Upon first encountering an elephant, the men who had heard about but not actually come across it, each person projects from the particular part of the animal he explored by touch to offer a generalised description of the whole beast. 

The one who felt the side said the animal was like a wall; another touched the tusk and said it was like a spear; the third took hold of the trunk and insisted it was like a snake; the fourth grasped a leg and concluded it was clearly most like a tree; the fifth, a tall man, felt the ear and said it was like a fan; and the sixth grabbed the tail and said the elephant resembled a rope.

The point of the parable is that specialists can similarly see in their area of expertise in granular detail yet be blind to the big picture. In previous articles, I have highlighted parallels between the 2003 Iraq war, nuclear disarmament, climate catastrophism, and Covid interventions (lockdowns, mask recommendations, and vaccine mandates). 

All three are conveniently brought together in the book Our Enemy, the Government: How Covid Enabled the Expansion and Abuse of State Power (2023). As an aside, readers might note that the left-right ideological divide breaks down as an explanation for my opposition to the four sets of official policies. 

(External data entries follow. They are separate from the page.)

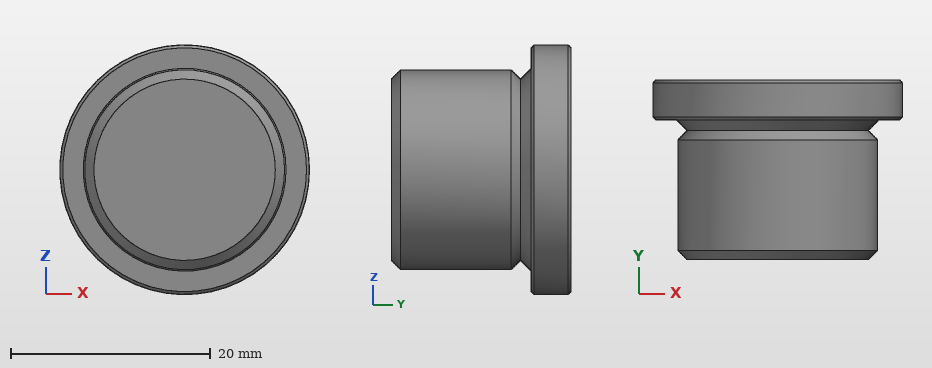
import cadquery as cq

head_radius = 12.5
head_thickness = 4.0
head_chamfer = 0.3

overall_length = 18.0
shank_radius = 10.0
shank_chamfer = 0.92

undercut_depth = 0.92
undercut_head_width = 1.08
undercut_shank_width = 0.92

head_start = overall_length - head_thickness
undercut_bottom = head_start - undercut_head_width
undercut_start = undercut_bottom - undercut_shank_width
undercut_radius = shank_radius - undercut_depth
undercut_head_radius = undercut_radius + undercut_head_width

profile = [
    (0, 0),
    (shank_radius - shank_chamfer, 0),
    (shank_radius, shank_chamfer),
    (shank_radius, undercut_start),
    (undercut_radius, undercut_bottom),
    (undercut_head_radius, head_start),
    (head_radius - head_chamfer, head_start),
    (head_radius, head_start + head_chamfer),
    (head_radius, overall_length - head_chamfer),
    (head_radius - head_chamfer, overall_length),
    (0, overall_length),
]

result = cq.Workplane("XY").polyline(profile).close().revolve(360, (0, 0, 0), (0, 1, 0))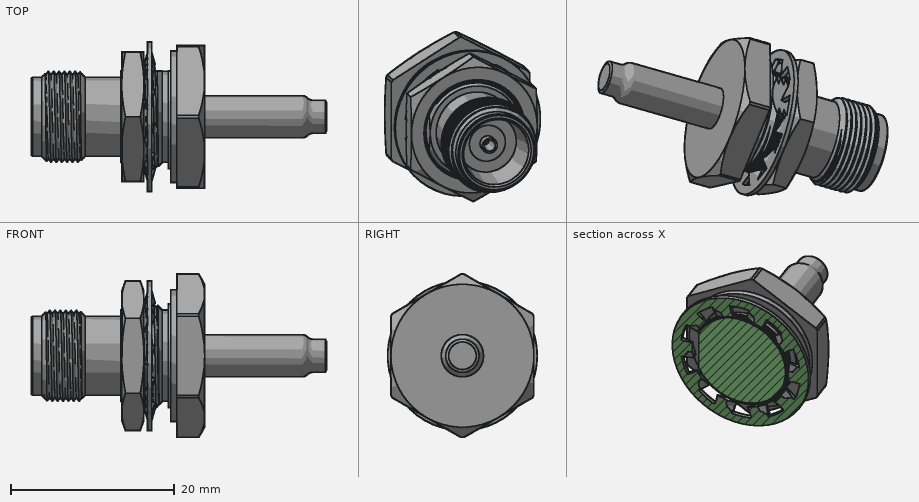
import cadquery as cq
import math

total_length = 36.12

barrel_radius = 4.85
rim_chamfer = 0.15
mouth_radius = 4.35
throat_radius = 4.1
throat_x = 0.25
floor_radius = 3.65
floor_x = 4.6

pitch = 0.655
groove_depth = 0.42
spiral_steps = 8
cut_margin = 0.1
front_thread_radius = 5.56
front_thread_start = 1.25
front_thread_end = 6.58
front_crest_x = 2.07
rear_thread_radius = 6.35
rear_thread_start = 10.93
rear_thread_end = 16.03
rear_crest_x = 15.45
flat_height = 5.62

relief_radius = 5.6
collar_x = 16.73
flange_radius = 8.08
flange_x = 17.05
hex_x = 17.8
hex_end_x = 21.2
hex_across_flats = 17.5
hex_corner_radius = 10.005

tube_radius = 2.59
tip_radius = 2.04
neck_start_x = 33.13
neck_length = 1.3
neck_angle = 38
neck_arc_radius = 0.88
tip_chamfer_length = 0.15
tip_chamfer_depth = 0.35

insulator_radius = 2.27
insulator_end_x = 12.0
contact_x = 3.4
contact_radius = 0.94
contact_hole_radius = 0.7
contact_hole_depth = 3.0

nut_x = 11.06
nut_end_x = 13.76
nut_across_flats = 15.88
nut_chamfer_angle = 20
hex_chamfer_angle = 30
countersink_radius = 6.37

washer_x = 14.2
washer_thickness = 0.54
washer_radius = 9.17
rim_inner_radius = 8.0
tooth_root_radius = rim_inner_radius - 0.1
tooth_root_embed = 0.3
tooth_tip_radius = 6.4
tooth_count = 10
tooth_width = 2.5
tooth_twist = -20
tooth_phase = 17


def turned(points):
    """Solid of revolution about X from a closed (x, radius) outline."""
    return cq.Workplane("XY").polyline(points).close().revolve(360, (0, 0), (1, 0))


def disc(x_start, x_end, radius):
    return cq.Workplane("YZ").workplane(offset=x_start).circle(radius).extrude(x_end - x_start)


def hexagon(x_start, x_end, across_flats):
    """Hexagonal prism along X with corners on the Z axis."""
    corner_diameter = across_flats / math.cos(math.pi / 6)
    blank = cq.Workplane("YZ").workplane(offset=x_start).polygon(6, corner_diameter).extrude(x_end - x_start)
    return blank.rotate((0, 0, 0), (1, 0, 0), 90)


def screw(x_start, x_end, radius, crest_x):
    """Right-handed sharp V screw with flat ends; its crest crosses +Y at crest_x.

    A cut square to the axis always shows the same cam, a spiral down to the root and
    its mirror image back up. Twisting that cam along X makes the thread.
    """
    phase = 2 * math.pi * (x_start - crest_x) / pitch

    def cam_point(share):
        r = radius - groove_depth * (1 - abs(1 - 2 * share))
        angle = phase + 2 * math.pi * share
        return r * math.cos(angle), r * math.sin(angle)

    shares = [step / (2 * spiral_steps) for step in range(2 * spiral_steps)]
    spiral_down = [cam_point(share) for share in shares[1:spiral_steps + 1]]
    spiral_up = [cam_point(share) for share in shares[spiral_steps + 1:] + [0]]
    cam = (
        cq.Workplane("YZ", origin=(x_start, 0, 0)).moveTo(*cam_point(0))
        .spline(spiral_down, includeCurrent=True)
        .spline(spiral_up, includeCurrent=True)
        .close()
    )
    length = x_end - x_start
    return cam.twistExtrude(length, 360 * length / pitch)


def threaded_rod(x_start, x_end, radius, end_radius, crest_x):
    """Screw whose ends are turned to 45-degree cones down to end_radius."""
    outside = radius + cut_margin
    cone_length = outside - end_radius
    envelope = turned([
        (x_start, 0), (x_start, end_radius), (x_start + cone_length, outside),
        (x_end - cone_length, outside), (x_end, end_radius), (x_end, 0),
    ])
    return screw(x_start - cut_margin, x_end + cut_margin, radius, crest_x).intersect(envelope)


def make_tube():
    """Rear tube narrowing to its tip through an S-shaped neck."""
    angle = math.radians(neck_angle)
    half = angle / 2
    arc_length = neck_arc_radius * math.sin(angle)
    arc_drop = neck_arc_radius * (1 - math.cos(angle))
    mid_length = neck_arc_radius * math.sin(half)
    mid_drop = neck_arc_radius * (1 - math.cos(half))
    neck_end_x = neck_start_x + neck_length
    return (
        cq.Workplane("XY").moveTo(hex_x, 0).lineTo(hex_x, tube_radius).lineTo(neck_start_x, tube_radius)
        .threePointArc((neck_start_x + mid_length, tube_radius - mid_drop),
                       (neck_start_x + arc_length, tube_radius - arc_drop))
        .lineTo(neck_end_x - arc_length, tip_radius + arc_drop)
        .threePointArc((neck_end_x - mid_length, tip_radius + mid_drop), (neck_end_x, tip_radius))
        .lineTo(total_length - tip_chamfer_length, tip_radius)
        .lineTo(total_length, tip_radius - tip_chamfer_depth)
        .lineTo(total_length, 0).close().revolve(360, (0, 0), (1, 0))
    )


def make_housing_hex():
    """Hexagon with turned corners and a cone chamfer on the tube side."""
    face_radius = hex_across_flats / 2
    chamfer = (hex_corner_radius - face_radius) * math.tan(math.radians(hex_chamfer_angle))
    envelope = turned([
        (hex_x, 0), (hex_x, hex_corner_radius), (hex_end_x - chamfer, hex_corner_radius),
        (hex_end_x, face_radius), (hex_end_x, 0),
    ])
    return hexagon(hex_x, hex_end_x, hex_across_flats).intersect(envelope)


def make_housing():
    barrel = turned([
        (0, 0), (0, barrel_radius - rim_chamfer), (rim_chamfer, barrel_radius),
        (rear_thread_start, barrel_radius), (rear_thread_start, 0),
    ])
    front_thread = threaded_rod(
        front_thread_start, front_thread_end, front_thread_radius, barrel_radius, front_crest_x)
    rear = threaded_rod(
        rear_thread_start, rear_thread_end, rear_thread_radius, relief_radius, rear_crest_x)
    rear = rear.union(disc(rear_thread_end, collar_x, relief_radius))
    rear = rear.union(disc(collar_x, flange_x, rear_thread_radius))
    above_flat = cq.Workplane("XY").box(
        total_length, rear_thread_radius, 2 * flange_radius, centered=(False, False, True)
    ).translate((0, flat_height, 0))
    rear = rear.cut(above_flat)
    housing = barrel.union(front_thread).union(rear)
    housing = housing.union(disc(flange_x, hex_x, flange_radius))
    housing = housing.union(make_housing_hex()).union(make_tube())
    cavity = turned([
        (0, 0), (0, mouth_radius), (throat_x, throat_radius), (floor_x, floor_radius), (floor_x, 0),
    ])
    return housing.cut(cavity).cut(disc(floor_x, insulator_end_x, insulator_radius))


def make_insulator():
    return disc(floor_x, insulator_end_x, insulator_radius).cut(
        disc(floor_x, insulator_end_x, contact_radius))


def make_contact():
    return disc(contact_x, insulator_end_x, contact_radius).cut(
        disc(contact_x, contact_x + contact_hole_depth, contact_hole_radius))


def make_nut():
    """Hexagon nut chamfered on both faces, its bore matching the rear thread."""
    face_radius = nut_across_flats / 2
    corner_radius = face_radius / math.cos(math.pi / 6)
    chamfer = (corner_radius - face_radius) * math.tan(math.radians(nut_chamfer_angle))
    envelope = turned([
        (nut_x, 0), (nut_x, face_radius), (nut_x + chamfer, corner_radius),
        (nut_end_x - chamfer, corner_radius), (nut_end_x, face_radius), (nut_end_x, 0),
    ])
    nut = hexagon(nut_x, nut_end_x, nut_across_flats).intersect(envelope)
    countersink = turned([(nut_x, 0), (nut_x, countersink_radius), (nut_x + countersink_radius, 0)])
    tap = screw(nut_x - cut_margin, nut_end_x + cut_margin, rear_thread_radius, rear_crest_x)
    return nut.cut(tap).cut(countersink)


def make_tooth():
    """One tooth pointing from the rim to the axis, twisting progressively towards its tip."""
    mid_x = washer_x + washer_thickness / 2
    twist_length = tooth_root_radius - tooth_tip_radius
    root = cq.Workplane("XY", origin=(mid_x, 0, tooth_root_radius))
    shank = root.rect(washer_thickness, tooth_width).extrude(tooth_root_embed)
    root_wire = root.rect(washer_thickness, tooth_width).wires().val()
    tip = root.transformed(offset=(0, 0, -twist_length), rotate=(0, 0, tooth_twist))
    tip_wire = tip.rect(washer_thickness, tooth_width).wires().val()
    blade = cq.Solid.makeLoft([tip_wire, root_wire], True)
    return shank.union(cq.Workplane(obj=blade))


def make_washer():
    washer = disc(washer_x, washer_x + washer_thickness, washer_radius).cut(
        disc(washer_x, washer_x + washer_thickness, rim_inner_radius))
    tooth = make_tooth()
    for index in range(tooth_count):
        washer = washer.union(tooth.rotate((0, 0, 0), (1, 0, 0), tooth_phase + index * 360 / tooth_count))
    return washer


housing = make_housing()
insulator = make_insulator()
contact = make_contact()
nut = make_nut()
washer = make_washer()

result = cq.Compound.makeCompound([
    housing.val(), insulator.val(), contact.val(), nut.val(), washer.val(),
])

Instead, in all four cases, my stance supports pockets of opposition and resistance to the consensus in the policy elite.

The two dots I'd like to connect in this article are the seemingly discrete reform agendas of the United Nations and the World Health Organisation (WHO). In his address on 23 September 2025 to the annual gathering of world leaders for the opening of the UN General Assembly, President Donald Trump offered an exceptionally blunt assessment of the manifold failures of the organisation, including with regard to its primary purpose of ensuring international peace and security. The wide-ranging address was notable for one important omission. 

Not once did Trump mention the Security Council, the organisation's most important organ with the legal authority to make decisions, up to and including going to war, that binds all countries. Yet, its congenital impotence and accelerating obsolescence and irrelevance are arguably the primary explanation for the UN's failure to reach its potential on preventing and ending wars that Trump complained about.

They are also centrally relevant to the discussion of a more powerful WHO or a replacement international health organisation. In the current architecture of global governance, the UN Security Council is both the ultimate and the only international entity with enforcement authority over sovereign states.